Alienation results in sensations including (but not limited to) powerlessness, shame, despair, delusions, hostility, social withdrawal, feeling constantly threatened or self-destructive, which are all pandemic within industrial civilisation. Its outward manifestations are on the rise everywhere that industry and 'development' have become the social norm, not just in the capitalist 'Old World' but now China, India, Africa. Alienation is needed for how our bodies are currently regulated in ways both great and small by being enmeshed within norms and expectations that “determine what kinds of lives are deemed livable or useful and by shutting down the space of possibility and imaginative transformation where peoples' lives begin to exceed and escape [the system's] use for them” (Susan Stryker). It forms a society of individuals largely isolated and dissociated from each other and themselves, despite the crowded cities, depressed, apathetic or filled with violent and directionless anger; and we identify it in how the dominant social mode pushes us further into this estrangement. It's the anguish of the living subjected to a deathly regime, and a condition that must be struggled against to overturn the whole social order – which we are demanded to adapt ourselves to fit. To adapt ourselves to ever-more limited and virtually superfluous roles, at any time liable to be replaced like a faulty cog. Beneath the surface of modern life, we live in what can only be described as a state of captivity, and the neurotic way we internalise this reality to cope with it seeps out and permeates our every interaction. The loss of perspective that the overwhelming totality of the current system engenders, casting a shadow over all past ways of life, makes it easier to be fooled when we're told that it is us who are maladjusted, malfunctioning, and when the system's guardians tell us they have just the cure for the mysterious undermining of life.
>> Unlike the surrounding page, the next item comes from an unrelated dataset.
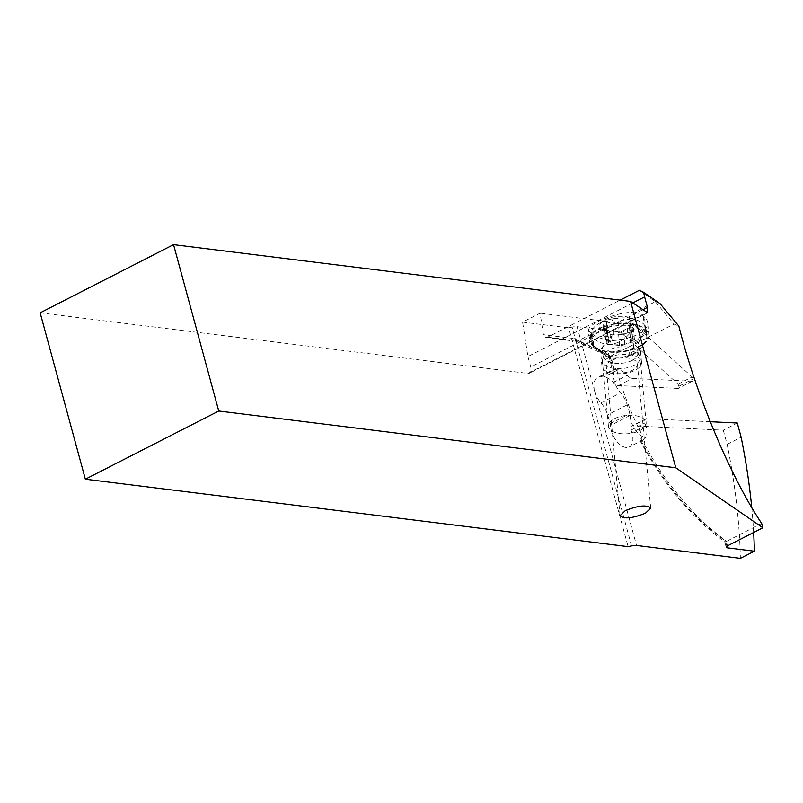 <?xml version="1.0" encoding="UTF-8"?>
<svg xmlns="http://www.w3.org/2000/svg" width="803" height="803" viewBox="0 0 803 803"><rect width="100%" height="100%" fill="white"/><g stroke="black" fill="none" stroke-linecap="round" stroke-linejoin="round"><path stroke-width="0.6" stroke-dasharray="4.01 3.01" d="M40.15 312.839L527.922 373.425A7.578 4.216 62.9 0 0 529.468 373.184A7.578 4.216 62.9 0 0 530.753 367.031L527.902 356.552L522.582 322.133L540.088 313.18L543.42 334.69L545.879 337.541L547.586 337.21L620.137 300.121M632.784 302.942L527.902 356.552M639.389 290.284L655.328 301.697L634.992 312.086C625.888 312.247 616.282 314.224 606.155 318.048L603.665 319.022L604.338 326.349A27.924 13.531 -5.3 0 0 589.362 340.06L588.479 330.585L592.323 333.897L576.664 341.365L574.075 338.505L543.42 334.69M588.479 330.585C588.428 327.905 591.55 324.924 597.854 321.622L603.665 319.022M655.168 301.155L660.006 303.604M655.328 301.697L674.098 324.101L678.846 326.098M592.323 333.897L592.614 334.148A27.924 13.531 174.7 0 0 630.144 337.29L632.664 336.477A27.924 13.531 174.7 0 0 647.64 322.766A27.924 13.531 174.7 0 0 644.538 317.336L643.233 316.201A27.924 13.531 174.7 0 0 634.992 312.086M574.075 338.505L609.788 355.267L609.256 356.813L674.098 324.101M609.788 355.267A191.234 106.458 62.9 0 0 613.151 369.751L616.202 368.075A195.972 109.098 62.9 0 0 616.654 369.771A195.972 109.098 62.9 0 0 642.992 436.732L639.67 438.86L639.6 439.853L640.774 440.365A191.234 106.458 62.9 0 0 645.742 449.449A191.234 106.458 62.9 0 0 725.36 540.73L724.788 541.864L726.655 541.302A195.972 109.098 -117.1 0 1 640.894 437.806M761.666 523.405L726.655 541.302L727.839 545.669M631.539 545.879L572.097 327.102A7.578 2.218 164.8 0 1 577.086 326.68L620.558 332.081L678.113 384.125L678.786 386.313A2.369 1.315 -117.1 0 1 678.415 388.351A2.369 1.315 -117.1 0 1 678.003 388.441L618.43 385.591A9.465 5.27 -117.1 0 1 613.281 382.519A17.044 9.485 62.9 0 0 604.007 376.998L600.544 376.828A17.044 9.485 62.9 0 0 597.613 377.43A17.044 9.485 62.9 0 0 594.963 392.105A17.044 9.485 62.9 0 0 600.955 402.895A18.931 10.539 -117.1 0 1 607.62 414.88L610.3 423.633A4.738 2.64 -117.1 0 1 610.591 425.429A16.572 9.224 62.9 0 0 611.625 431.703A16.572 9.224 62.9 0 0 629.281 446.94A16.572 9.224 62.9 0 0 631.861 432.666L631.068 430.087A4.738 2.64 -117.1 0 1 631.8 426.002A4.738 2.64 -117.1 0 1 632.613 425.841L723.282 430.177L737.284 423.02M710.243 421.726L646.626 418.684A4.738 2.64 62.9 0 0 645.803 418.845A4.738 2.64 62.9 0 0 645.07 422.92L645.863 425.51A16.572 9.224 -117.1 0 1 643.283 439.783A16.572 9.224 -117.1 0 1 640.774 440.365M642.992 436.732A16.572 9.224 -117.1 0 1 631.228 421.685A16.572 9.224 -117.1 0 1 630.204 415.402A4.738 2.64 62.9 0 0 629.903 413.615L627.223 404.863A18.931 10.539 62.9 0 0 620.568 392.868A17.044 9.485 -117.1 0 1 614.566 382.077A17.044 9.485 -117.1 0 1 616.202 368.075M600.544 376.828L614.546 369.671A17.044 9.485 -117.1 0 0 613.151 369.751L597.613 377.43M614.546 369.671L618.019 369.842A17.044 9.485 -117.1 0 1 627.284 375.362A9.465 5.27 62.9 0 0 632.443 378.434L692.015 381.274A2.369 1.315 62.9 0 0 692.417 381.194A2.369 1.315 62.9 0 0 692.788 379.157L692.116 376.968L634.571 324.914L540.088 313.18M572.097 327.102L568.675 327.855L628.107 546.632M522.582 322.133L568.675 327.855M620.558 332.081L634.571 324.914M678.113 384.125L692.116 376.968M723.282 430.177L727.137 444.36A520.685 289.863 -117.1 0 1 740.376 558.356M727.137 444.36L741.139 437.203M753.646 532.479A520.685 289.863 62.9 0 0 751.749 507.576M611.404 360.567A15.618 7.568 174.7 0 0 606.295 366.911A15.618 7.568 174.7 0 0 615.841 372.903A15.618 7.568 174.7 0 0 632.282 370.374A15.618 7.568 174.7 0 0 637.401 364.03A15.618 7.568 174.7 0 0 627.846 358.038A15.618 7.568 174.7 0 0 611.404 360.567M608.433 357.877A19.884 9.636 -5.3 0 1 629.361 354.665A19.884 9.636 -5.3 0 1 641.517 362.294A19.884 9.636 -5.3 0 1 635.002 370.354A19.884 9.636 -5.3 0 1 614.084 373.576A19.884 9.636 -5.3 0 1 601.919 365.947A19.884 9.636 -5.3 0 1 608.433 357.877M609.969 341.586L603.475 345.742L601.015 348.813L600.644 351.594L603.143 354.535C609.457 359.061 617.768 359.624 628.076 356.231L633.537 354.454L639.027 350.58L640.101 346.936L638.275 343.162L636.92 342.128C630.696 339.669 622.546 339.217 612.478 340.773L609.969 341.586L604.769 326.721A26.981 13.079 174.7 0 0 592.875 344.828A26.981 13.079 174.7 0 0 593.297 345.22L594.601 346.354A26.981 13.079 174.7 0 0 630.867 349.395L633.376 348.582A26.981 13.079 174.7 0 0 646.214 340.572A26.981 13.079 174.7 0 0 644.849 330.083L643.544 328.949A26.981 13.079 174.7 0 0 607.289 325.908L604.769 326.721M604.338 326.349L606.847 325.536A27.924 13.531 -5.3 0 1 644.387 328.678L645.692 329.812A27.924 13.531 -5.3 0 1 648.794 335.242A27.924 13.531 -5.3 0 1 633.808 348.964L631.299 349.777A27.924 13.531 -5.3 0 1 593.768 346.625L592.463 345.491A27.924 13.531 -5.3 0 1 589.362 340.06M614.656 418.624A18.931 9.174 -5.3 0 1 634.581 415.552A18.931 9.174 -5.3 0 1 646.154 422.82A18.931 9.174 -5.3 0 1 639.951 430.508A18.931 9.174 -5.3 0 1 620.026 433.57A18.931 9.174 -5.3 0 1 608.453 426.303A18.931 9.174 -5.3 0 1 614.656 418.624M608.634 353.481A18.931 9.174 174.7 0 0 602.712 359.112A18.931 9.174 174.7 0 0 602.431 361.169A18.931 9.174 174.7 0 0 614.014 368.426A18.931 9.174 174.7 0 0 633.938 365.365A18.931 9.174 174.7 0 0 640.142 357.676A18.931 9.174 174.7 0 0 639.489 355.709A18.931 9.174 174.7 0 0 608.634 353.481M601.035 330.194A27.453 13.31 -5.3 0 1 629.933 325.747A27.453 13.31 -5.3 0 1 646.716 336.286A27.453 13.31 -5.3 0 1 644.157 342.73A27.453 13.31 -5.3 0 1 637.723 347.418A27.453 13.31 -5.3 0 1 595.746 347.207A27.453 13.31 -5.3 0 1 592.042 341.335A27.453 13.31 -5.3 0 1 601.035 330.194M600.353 322.776A27.453 13.31 174.7 0 0 598.636 323.719A27.453 13.31 174.7 0 0 591.359 333.907A27.453 13.31 174.7 0 0 608.152 344.447A27.453 13.31 174.7 0 0 637.04 340A27.453 13.31 174.7 0 0 646.034 328.859A27.453 13.31 174.7 0 0 637.01 320.176A27.453 13.31 174.7 0 0 600.353 322.776M630.817 331.559A18.931 9.174 174.7 0 0 630.797 317.888A18.931 9.174 174.7 0 0 605.512 319.674A18.931 9.174 174.7 0 0 604.328 320.327A18.931 9.174 174.7 0 0 604.729 333.024A18.931 9.174 174.7 0 0 630.817 331.559M613.602 318.761A2.76 1.335 -5.3 0 1 617.909 318.851A6.374 3.092 174.7 0 0 626.501 319.604A2.76 1.335 -5.3 0 1 630.526 320.447A2.76 1.335 -5.3 0 1 630.074 321.28A6.374 3.092 174.7 0 0 629.05 323.187A6.374 3.092 174.7 0 0 631.971 325.456A2.76 1.335 -5.3 0 1 633.236 326.43A2.76 1.335 -5.3 0 1 632.332 327.554A2.76 1.335 -5.3 0 1 630.325 328.046A6.374 3.092 174.7 0 0 625.718 329.16A6.374 3.092 174.7 0 0 623.63 331.468A2.76 1.335 -5.3 0 1 622.726 332.462A2.76 1.335 -5.3 0 1 618.41 332.382A6.374 3.092 174.7 0 0 609.818 331.629A2.76 1.335 -5.3 0 1 605.803 330.776A2.76 1.335 -5.3 0 1 606.245 329.953A6.374 3.092 174.7 0 0 607.279 328.046A6.374 3.092 174.7 0 0 604.358 325.777A2.76 1.335 -5.3 0 1 603.093 324.793A2.76 1.335 -5.3 0 1 603.997 323.679A2.76 1.335 -5.3 0 1 605.994 323.187A6.374 3.092 174.7 0 0 610.611 322.073A6.374 3.092 174.7 0 0 612.699 319.765A2.76 1.335 -5.3 0 1 613.602 318.761M623.881 344.989L634.32 339.157L630.355 337.36L631.69 333.034L630.957 332.03L627.725 332.813C624.232 335.082 621.361 334.841 619.133 332.061L614.757 331.288L613.924 332.974C613.472 336.216 611.234 337.36 607.219 336.397L605.151 336.196L604.247 337.32L608.594 342.219L607.47 343.162L607.65 343.935L619.635 345.591L623.56 345.059A31.508 31.508 0 0 1 620.88 345.501M606.245 329.953L607.65 343.935A31.508 21.259 115.2 0 0 619.645 341.656A31.508 21.259 -64.8 0 0 630.957 332.03M527.922 373.425L646.857 312.638M642.731 309.787L530.753 367.031M547.586 337.21L578.381 341.034L611.003 356.351A195.972 109.098 62.9 0 0 614.104 369.149M726.866 546.271L725.36 540.73M630.204 415.402L610.591 425.429M645.863 425.51L631.861 432.666M610.3 423.633L629.903 413.615M627.223 404.863L607.62 414.88M600.955 402.895L620.568 392.868M618.019 369.842L604.007 376.998M613.281 382.519L627.284 375.362M618.43 385.591L632.443 378.434M692.015 381.274L678.003 388.441M577.086 326.68L636.528 545.448M646.626 418.684L632.613 425.841M631.068 430.087L645.07 422.92M678.786 386.313L692.788 379.157M594.601 346.354L603.143 354.535M601.909 353.471L593.297 345.22M612.478 340.773L607.289 325.908M643.544 328.949L636.92 342.128M638.275 343.162L644.849 330.083M630.586 355.418L633.376 348.582M628.076 356.231L630.867 349.395M592.463 345.491L591.359 333.516M592.614 334.148L593.768 346.625M631.299 349.777L630.144 337.29M632.664 336.477L633.808 348.964M645.692 329.812L644.538 317.336M643.233 316.201L644.387 328.678M606.847 325.536L606.155 318.048M632.222 360.417A16.963 8.221 174.7 0 0 637.191 351.774A16.963 8.221 174.7 0 0 609.557 349.767A16.963 8.221 174.7 0 0 604.247 354.816A16.963 8.221 174.7 0 0 612.679 362.886A16.963 8.221 174.7 0 0 632.222 360.417M632.423 354.123A18.198 8.823 -5.3 0 1 604.609 353.982A18.198 8.823 -5.3 0 1 608.112 342.71A18.198 8.823 -5.3 0 1 631.068 340.542A18.198 8.823 -5.3 0 1 636.689 351.021A18.198 8.823 -5.3 0 1 632.423 354.123M627.725 332.813L626.501 319.604M619.133 332.061L617.909 318.851M613.924 332.974L612.699 319.765M607.219 336.397L605.994 323.187M605.582 338.986L604.358 325.777M611.043 344.838L609.818 331.629M619.635 345.591L618.41 332.382M624.844 344.678L623.63 331.468M631.549 341.245L630.325 328.046M633.186 338.655L631.971 325.456M631.299 334.49L630.074 321.28M647.62 312.789L529.468 373.184M724.728 541.774L726.223 547.275M639.68 440.014C662.987 483.727 691.353 517.684 724.788 541.864M643.283 439.783L629.281 446.94M609.106 356.622L612.237 369.802M575.791 341.104L609.256 356.813M576.725 341.375L545.98 337.551M645.803 418.845L631.8 426.002M692.417 381.194L678.415 388.351M620.036 515.697L606.295 366.911M650.711 508.179L637.401 364.03M601.919 365.947L600.544 351.052M601.678 353.26L592.875 344.828M639.027 350.58L646.214 340.572M648.794 335.242L647.64 322.766M641.517 362.294L640.101 346.936M608.453 426.303L602.431 361.169M646.154 422.82L640.142 357.676M644.157 342.73L636.689 351.021L637.08 350.479L639.489 355.709M595.746 347.207L604.609 353.982L604.117 353.531L602.712 359.112M592.042 341.335L591.359 333.907M646.716 336.286L646.034 328.859M630.797 317.888L637.01 320.176M604.328 320.327L598.636 323.719M604.278 337.651L603.093 324.793M608.594 342.219L607.279 328.046M606.988 343.594L605.803 330.776M634.42 339.288L633.236 326.43M630.355 337.36L629.05 323.187M631.71 333.255L630.526 320.447"/><path stroke-width="1.2" d="M173.548 244.644L218.757 411.026L675.785 467.798L630.576 301.416L173.548 244.644L40.15 312.839L85.349 479.21L218.757 411.026M630.576 301.416L647.62 312.789L647.469 307.368L644.618 296.889L632.784 302.942M644.618 296.889L643.615 292.312L639.389 290.284L620.137 300.121M675.785 467.798L762.85 527.772L761.666 523.405C730.369 476.721 696.372 395.718 678.846 326.098L660.006 303.604L643.615 292.312M762.85 527.772L727.839 545.669A4.738 1.385 -15.2 0 0 726.223 547.275A4.738 1.385 -15.2 0 0 727.287 547.827L754.378 551.189L740.376 558.356L636.528 545.448A7.578 2.218 -15.2 0 0 631.539 545.879L628.107 546.632L85.349 479.21M645.471 513.197L650.711 508.179C646.837 504.615 638.365 505.448 625.276 510.688L620.036 515.697C623.911 519.27 632.393 518.427 645.471 513.197M751.749 507.576A520.685 289.863 62.9 0 0 741.139 437.203L737.284 423.02L710.243 421.726M754.378 551.189A520.685 289.863 62.9 0 0 753.646 532.479M647.469 307.368L642.731 309.787M727.287 547.827L726.866 546.271"/></g></svg>

Yet in spite of generations of 'naturalisation', psychological immiseration tells us we are not at home in the world of social media, council estates, gated communities, artificial parks, billboards, office blocks, traffic jams, cash machines, asylums, factory farms, call centres and other prisons, stuck in a flaccid cycle of work, nuclear families and programmed entertainment. This is the environment our pre-determined interactions, which we all go through every day, has created; yet it is created against us and our own self-determination. Our health (inseparable from that of our landbase), solidarity, spontaneity, and indeed in the era of vast climate changes even our continued existence itself is jeopardised by our own alienated activity. The blackmail of the market keeps our habits and relationships, more often than not, not just delaying but actually antagonistic to the fullness of autonomous creativity. Mass social organisation is the separate power that stands apart from us as individuals, regulating and imposing on us, as the truly human-scale in life is dwarfed by an unending cycle of representations, bureaucracy, requirements, regurgitating what is; and what cannot fail to oppress us. The conditions of life forced upon us by the economy, the State and technological society have become powers that rule over and direct us, not tools to use as we see fit. The segregation from a multitude of lifeforms displaced by the city not just unfamiliarises us with our planet, but makes it much easier to participate in the industrial structure devouring everything.
Ignore these facts we may, they continue to come back to haunt us in the unarticulated precarity of our helpless dependence, the interpersonal violence, the deadly sadness. Self-medication doesn't cut it. Reality TV can't mask it. The chatter of the crowd won't drown it out. We are under mental and physical occupation by the capitalist-industrial system, leaving the firm but false impression of there being no outside, no choice, no escape. Is this really what we could call living?